Apart from the images, the records below need to be copied exactly.

★ ★ ★ ★ ★ ★ ★

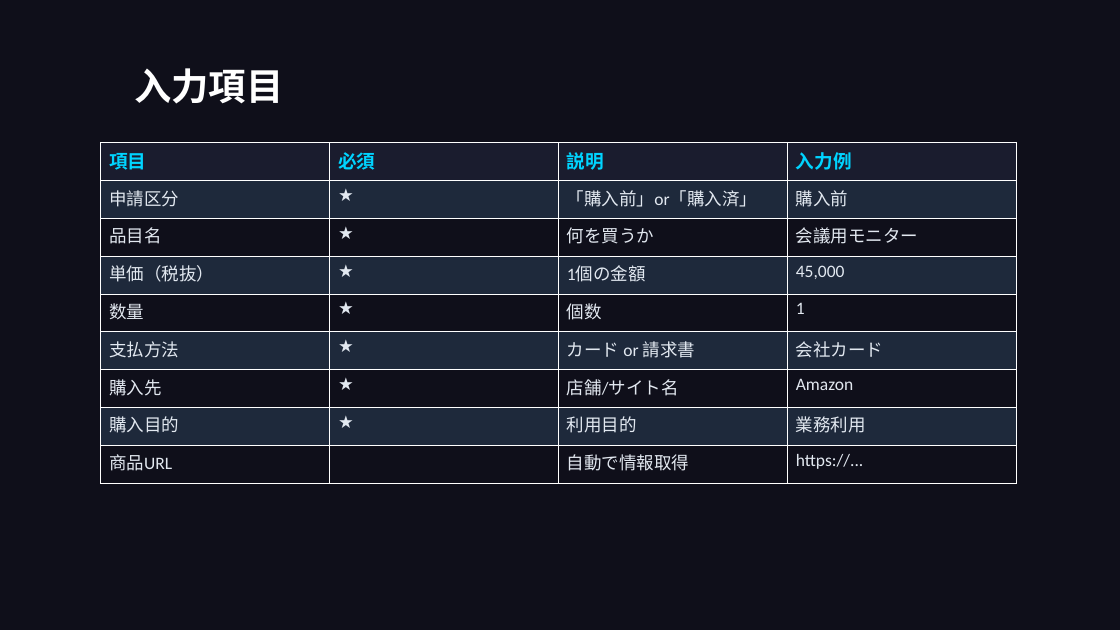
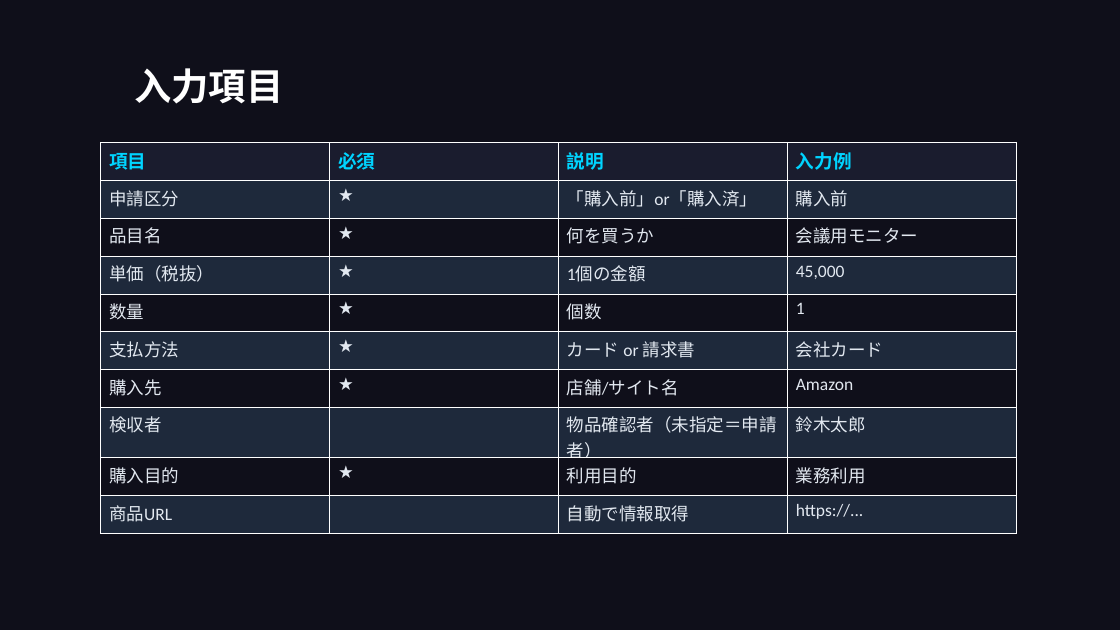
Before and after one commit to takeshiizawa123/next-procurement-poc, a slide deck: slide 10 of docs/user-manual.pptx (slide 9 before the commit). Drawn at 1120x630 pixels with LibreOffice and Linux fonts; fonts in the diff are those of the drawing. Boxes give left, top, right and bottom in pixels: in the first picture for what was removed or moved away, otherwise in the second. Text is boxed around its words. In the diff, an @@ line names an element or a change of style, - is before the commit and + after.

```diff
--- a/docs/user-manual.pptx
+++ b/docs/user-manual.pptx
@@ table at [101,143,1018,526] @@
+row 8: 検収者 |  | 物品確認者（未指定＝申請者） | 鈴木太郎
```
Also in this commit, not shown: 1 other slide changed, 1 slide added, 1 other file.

★ ★ ★ ★ ★ ★ ★

__ANSWER TO THE PROBLEM__:
Before and after one commit to takeshiizawa123/next-procurement-poc, a slide deck: slide 10 of docs/user-manual.pptx (slide 9 before the commit). Drawn at 1120x630 pixels with LibreOffice and Linux fonts; fonts in the diff are those of the drawing. Boxes give left, top, right and bottom in pixels: in the first picture for what was removed or moved away, otherwise in the second. Text is boxed around its words. In the diff, an @@ line names an element or a change of style, - is before the commit and + after.

```diff
--- a/docs/user-manual.pptx
+++ b/docs/user-manual.pptx
@@ table at [101,143,1018,526] @@
+row 8: 検収者 |  | 物品確認者（未指定＝申請者） | 鈴木太郎
```
Also in this commit, not shown: 1 other slide changed, 1 slide added, 1 other file.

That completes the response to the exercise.